Posted on | March 12, 2007 | Comments Off on Bob Woodruff: The Exception to the Rule

Back in April 2006, I did a Health Politics program titled “The True Cost of the War in Iraq.” In the wake of Bob Woodruff’s ABC Special “To Iraq and Back;” plus the release of his and his wife Lee’s book, “In an Instant: A Family’s Journey of Love and Healing;” and especially following the release of the ever-expanding Washington Post investigative reports on the failures in continuity of care for injured soldiers within the Walter Reed Army Hospital Medical System — it is worth re-reading the HP program now, one year later.

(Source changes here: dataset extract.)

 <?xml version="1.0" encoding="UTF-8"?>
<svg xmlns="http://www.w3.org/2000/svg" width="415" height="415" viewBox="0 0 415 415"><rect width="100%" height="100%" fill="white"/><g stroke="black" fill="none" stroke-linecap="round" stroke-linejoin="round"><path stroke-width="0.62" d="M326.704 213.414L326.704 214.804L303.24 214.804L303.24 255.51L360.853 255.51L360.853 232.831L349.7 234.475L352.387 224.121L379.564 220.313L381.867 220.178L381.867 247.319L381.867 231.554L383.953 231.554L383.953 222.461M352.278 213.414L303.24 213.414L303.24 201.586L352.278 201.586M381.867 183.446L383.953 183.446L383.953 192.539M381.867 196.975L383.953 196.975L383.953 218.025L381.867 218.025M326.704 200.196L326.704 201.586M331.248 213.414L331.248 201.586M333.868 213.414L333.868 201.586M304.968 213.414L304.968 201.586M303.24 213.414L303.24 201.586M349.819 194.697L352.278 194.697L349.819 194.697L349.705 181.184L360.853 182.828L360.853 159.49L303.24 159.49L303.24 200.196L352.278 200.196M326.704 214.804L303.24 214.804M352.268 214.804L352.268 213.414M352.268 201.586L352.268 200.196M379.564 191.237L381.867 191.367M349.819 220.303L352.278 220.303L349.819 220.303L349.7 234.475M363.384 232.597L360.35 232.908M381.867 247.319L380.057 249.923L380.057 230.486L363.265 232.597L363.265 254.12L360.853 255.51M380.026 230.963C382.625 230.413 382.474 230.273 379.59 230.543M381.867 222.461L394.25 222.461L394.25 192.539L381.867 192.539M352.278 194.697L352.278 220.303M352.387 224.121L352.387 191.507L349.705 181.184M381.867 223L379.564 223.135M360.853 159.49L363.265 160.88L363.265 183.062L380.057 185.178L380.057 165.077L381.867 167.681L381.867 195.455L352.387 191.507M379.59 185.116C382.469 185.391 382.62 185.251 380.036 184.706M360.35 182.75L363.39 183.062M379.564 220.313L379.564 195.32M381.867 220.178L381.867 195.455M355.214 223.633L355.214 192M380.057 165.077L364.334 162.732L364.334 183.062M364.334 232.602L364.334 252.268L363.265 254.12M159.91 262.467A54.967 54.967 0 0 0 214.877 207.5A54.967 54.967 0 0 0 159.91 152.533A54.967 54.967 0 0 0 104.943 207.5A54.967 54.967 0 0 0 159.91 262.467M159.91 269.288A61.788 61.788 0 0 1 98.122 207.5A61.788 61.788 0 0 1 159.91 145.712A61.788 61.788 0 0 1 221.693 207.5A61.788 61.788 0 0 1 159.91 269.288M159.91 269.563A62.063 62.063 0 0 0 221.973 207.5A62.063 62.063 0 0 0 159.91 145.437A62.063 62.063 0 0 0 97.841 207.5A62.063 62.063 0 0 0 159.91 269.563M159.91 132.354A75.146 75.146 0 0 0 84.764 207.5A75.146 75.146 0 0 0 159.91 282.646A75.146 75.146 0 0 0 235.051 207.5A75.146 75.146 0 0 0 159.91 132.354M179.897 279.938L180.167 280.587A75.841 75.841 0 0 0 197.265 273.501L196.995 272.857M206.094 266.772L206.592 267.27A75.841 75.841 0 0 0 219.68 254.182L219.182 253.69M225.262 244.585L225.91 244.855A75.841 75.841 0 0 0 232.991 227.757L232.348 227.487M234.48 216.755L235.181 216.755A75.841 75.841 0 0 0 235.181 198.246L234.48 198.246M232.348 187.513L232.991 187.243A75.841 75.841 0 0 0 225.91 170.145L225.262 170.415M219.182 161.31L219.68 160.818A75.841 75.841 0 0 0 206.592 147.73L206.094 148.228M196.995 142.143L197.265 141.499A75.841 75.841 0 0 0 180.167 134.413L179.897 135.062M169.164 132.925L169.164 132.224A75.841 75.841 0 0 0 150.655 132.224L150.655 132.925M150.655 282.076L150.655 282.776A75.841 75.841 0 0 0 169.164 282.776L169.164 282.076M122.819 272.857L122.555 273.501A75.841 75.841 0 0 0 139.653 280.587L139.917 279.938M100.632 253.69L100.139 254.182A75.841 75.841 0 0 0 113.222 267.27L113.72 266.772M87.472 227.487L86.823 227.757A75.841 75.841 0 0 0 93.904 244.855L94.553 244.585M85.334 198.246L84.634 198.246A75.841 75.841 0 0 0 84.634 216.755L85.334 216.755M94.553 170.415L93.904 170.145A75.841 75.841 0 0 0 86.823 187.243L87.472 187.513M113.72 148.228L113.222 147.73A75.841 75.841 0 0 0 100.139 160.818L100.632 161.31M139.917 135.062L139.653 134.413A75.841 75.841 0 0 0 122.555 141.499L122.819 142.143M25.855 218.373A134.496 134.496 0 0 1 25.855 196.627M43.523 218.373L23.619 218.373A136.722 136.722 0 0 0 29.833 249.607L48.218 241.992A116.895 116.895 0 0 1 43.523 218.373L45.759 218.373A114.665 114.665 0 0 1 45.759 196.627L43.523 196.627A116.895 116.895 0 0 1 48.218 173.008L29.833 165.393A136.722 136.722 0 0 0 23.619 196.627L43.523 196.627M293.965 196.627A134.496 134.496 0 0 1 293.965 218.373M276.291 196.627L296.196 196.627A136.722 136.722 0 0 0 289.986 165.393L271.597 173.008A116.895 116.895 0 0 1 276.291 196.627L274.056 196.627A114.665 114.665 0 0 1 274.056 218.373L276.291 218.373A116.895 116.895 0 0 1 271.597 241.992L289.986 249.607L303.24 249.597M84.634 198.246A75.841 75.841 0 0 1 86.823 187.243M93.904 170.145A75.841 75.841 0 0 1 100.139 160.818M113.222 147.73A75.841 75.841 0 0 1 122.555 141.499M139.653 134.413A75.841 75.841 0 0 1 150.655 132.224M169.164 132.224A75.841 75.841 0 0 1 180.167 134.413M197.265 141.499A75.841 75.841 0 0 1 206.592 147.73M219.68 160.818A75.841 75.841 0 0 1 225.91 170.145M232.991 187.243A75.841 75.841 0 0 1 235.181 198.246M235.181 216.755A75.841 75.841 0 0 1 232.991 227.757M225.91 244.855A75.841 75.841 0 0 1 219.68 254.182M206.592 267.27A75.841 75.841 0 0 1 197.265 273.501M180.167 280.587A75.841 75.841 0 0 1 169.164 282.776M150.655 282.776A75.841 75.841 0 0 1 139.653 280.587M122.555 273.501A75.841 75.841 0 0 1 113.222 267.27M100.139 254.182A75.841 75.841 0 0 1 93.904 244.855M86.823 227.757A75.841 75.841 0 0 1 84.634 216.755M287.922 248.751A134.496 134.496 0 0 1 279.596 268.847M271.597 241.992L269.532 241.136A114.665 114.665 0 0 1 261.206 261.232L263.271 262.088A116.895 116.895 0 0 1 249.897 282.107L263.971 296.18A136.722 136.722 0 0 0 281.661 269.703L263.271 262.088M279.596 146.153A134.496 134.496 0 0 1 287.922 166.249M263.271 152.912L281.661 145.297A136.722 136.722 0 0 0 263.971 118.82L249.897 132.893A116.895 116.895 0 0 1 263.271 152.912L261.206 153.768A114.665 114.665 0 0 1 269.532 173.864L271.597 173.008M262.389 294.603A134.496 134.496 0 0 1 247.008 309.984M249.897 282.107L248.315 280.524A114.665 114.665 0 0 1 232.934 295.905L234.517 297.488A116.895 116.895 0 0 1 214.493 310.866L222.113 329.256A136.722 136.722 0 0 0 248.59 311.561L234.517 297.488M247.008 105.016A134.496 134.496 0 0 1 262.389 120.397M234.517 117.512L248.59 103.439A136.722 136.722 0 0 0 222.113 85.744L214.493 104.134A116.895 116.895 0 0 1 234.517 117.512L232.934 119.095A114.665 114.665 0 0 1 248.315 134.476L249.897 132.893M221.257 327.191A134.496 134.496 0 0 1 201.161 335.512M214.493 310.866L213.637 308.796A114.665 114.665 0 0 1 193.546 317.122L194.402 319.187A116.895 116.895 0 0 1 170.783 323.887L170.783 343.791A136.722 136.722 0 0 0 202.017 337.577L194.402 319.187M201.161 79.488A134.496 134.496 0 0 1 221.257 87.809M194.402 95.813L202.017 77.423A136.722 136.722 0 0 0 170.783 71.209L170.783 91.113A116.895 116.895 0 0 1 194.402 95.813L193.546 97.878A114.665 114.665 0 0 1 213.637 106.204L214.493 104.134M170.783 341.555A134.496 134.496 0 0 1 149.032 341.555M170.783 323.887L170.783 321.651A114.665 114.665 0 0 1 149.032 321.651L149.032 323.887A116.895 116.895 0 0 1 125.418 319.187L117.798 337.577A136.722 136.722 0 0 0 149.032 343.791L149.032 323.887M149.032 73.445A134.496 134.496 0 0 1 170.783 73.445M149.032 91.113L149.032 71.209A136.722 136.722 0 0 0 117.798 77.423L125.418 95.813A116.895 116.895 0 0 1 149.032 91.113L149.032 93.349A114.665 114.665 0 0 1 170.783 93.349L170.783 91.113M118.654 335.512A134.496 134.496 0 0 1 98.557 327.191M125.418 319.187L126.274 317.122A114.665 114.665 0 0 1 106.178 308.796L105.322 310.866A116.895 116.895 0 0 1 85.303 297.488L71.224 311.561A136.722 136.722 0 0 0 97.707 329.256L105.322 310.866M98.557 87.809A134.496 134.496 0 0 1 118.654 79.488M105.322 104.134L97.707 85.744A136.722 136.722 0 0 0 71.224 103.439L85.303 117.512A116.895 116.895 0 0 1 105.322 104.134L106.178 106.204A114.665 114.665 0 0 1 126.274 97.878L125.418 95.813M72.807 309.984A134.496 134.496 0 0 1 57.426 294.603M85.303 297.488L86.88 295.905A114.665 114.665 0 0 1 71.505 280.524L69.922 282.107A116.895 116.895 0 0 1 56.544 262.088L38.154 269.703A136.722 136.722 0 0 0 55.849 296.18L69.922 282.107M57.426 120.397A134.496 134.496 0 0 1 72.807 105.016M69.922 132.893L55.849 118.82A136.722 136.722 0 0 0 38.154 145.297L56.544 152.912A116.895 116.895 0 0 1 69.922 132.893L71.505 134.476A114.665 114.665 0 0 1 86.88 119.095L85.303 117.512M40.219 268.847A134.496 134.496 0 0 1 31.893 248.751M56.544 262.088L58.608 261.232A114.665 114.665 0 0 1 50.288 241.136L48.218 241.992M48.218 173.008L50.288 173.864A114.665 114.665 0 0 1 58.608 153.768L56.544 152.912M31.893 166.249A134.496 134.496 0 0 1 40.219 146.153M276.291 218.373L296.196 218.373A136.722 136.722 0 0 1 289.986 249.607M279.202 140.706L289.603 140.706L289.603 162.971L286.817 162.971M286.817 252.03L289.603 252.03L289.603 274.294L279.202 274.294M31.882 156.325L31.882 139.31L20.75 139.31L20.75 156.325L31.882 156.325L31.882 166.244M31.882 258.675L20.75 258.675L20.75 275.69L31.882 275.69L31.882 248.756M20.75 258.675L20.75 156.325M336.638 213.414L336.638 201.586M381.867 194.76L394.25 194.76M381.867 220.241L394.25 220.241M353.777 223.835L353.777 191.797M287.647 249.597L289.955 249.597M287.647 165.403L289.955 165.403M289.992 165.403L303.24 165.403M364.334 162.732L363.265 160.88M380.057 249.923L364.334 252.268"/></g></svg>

As the Woodruff’s have said, they had the means (with the support of ABC) to opt out of the military system and seek the best care available in the United States. Even with this support, the extent of Bob’s recovery is seen by all those involved with his care as nothing short of miraculous. What is increasingly clear though, is, if he had been an 18 year old from Mississippi, who had signed up with the local National Guard so he could afford college, and gone off to Iraq, been injured, and saved by rapid on-site care and transport out within 24 hours, he would likely have faced a very different future than does Bob Woodruff. The soldier’s future, which has become part of America’s long-term legacy, is apparently the rule. Bob Woodruff’s is the exception.